**PROMPT**
Print every line below. Match each one exactly.

**DATA RECORDS**

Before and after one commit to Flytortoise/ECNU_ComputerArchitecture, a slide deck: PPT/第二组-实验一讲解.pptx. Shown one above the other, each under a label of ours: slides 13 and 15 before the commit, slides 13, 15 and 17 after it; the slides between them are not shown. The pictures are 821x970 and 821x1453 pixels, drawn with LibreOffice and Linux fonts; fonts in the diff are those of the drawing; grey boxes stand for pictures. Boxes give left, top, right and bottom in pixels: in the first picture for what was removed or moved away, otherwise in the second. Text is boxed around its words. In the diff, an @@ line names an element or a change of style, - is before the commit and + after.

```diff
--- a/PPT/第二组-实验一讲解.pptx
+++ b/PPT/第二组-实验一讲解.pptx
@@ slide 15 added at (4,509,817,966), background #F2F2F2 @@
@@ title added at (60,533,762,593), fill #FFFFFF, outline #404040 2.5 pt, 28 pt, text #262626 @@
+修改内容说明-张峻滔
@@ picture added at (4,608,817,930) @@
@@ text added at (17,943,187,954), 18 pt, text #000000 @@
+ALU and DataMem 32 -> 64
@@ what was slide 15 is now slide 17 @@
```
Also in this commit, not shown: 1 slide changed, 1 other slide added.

**SOLUTION**
Before and after one commit to Flytortoise/ECNU_ComputerArchitecture, a slide deck: PPT/第二组-实验一讲解.pptx. Shown one above the other, each under a label of ours: slides 13 and 15 before the commit, slides 13, 15 and 17 after it; the slides between them are not shown. The pictures are 821x970 and 821x1453 pixels, drawn with LibreOffice and Linux fonts; fonts in the diff are those of the drawing; grey boxes stand for pictures. Boxes give left, top, right and bottom in pixels: in the first picture for what was removed or moved away, otherwise in the second. Text is boxed around its words. In the diff, an @@ line names an element or a change of style, - is before the commit and + after.

```diff
--- a/PPT/第二组-实验一讲解.pptx
+++ b/PPT/第二组-实验一讲解.pptx
@@ slide 15 added at (4,509,817,966), background #F2F2F2 @@
@@ title added at (60,533,762,593), fill #FFFFFF, outline #404040 2.5 pt, 28 pt, text #262626 @@
+修改内容说明-张峻滔
@@ picture added at (4,608,817,930) @@
@@ text added at (17,943,187,954), 18 pt, text #000000 @@
+ALU and DataMem 32 -> 64
@@ what was slide 15 is now slide 17 @@
```
Also in this commit, not shown: 1 slide changed, 1 other slide added.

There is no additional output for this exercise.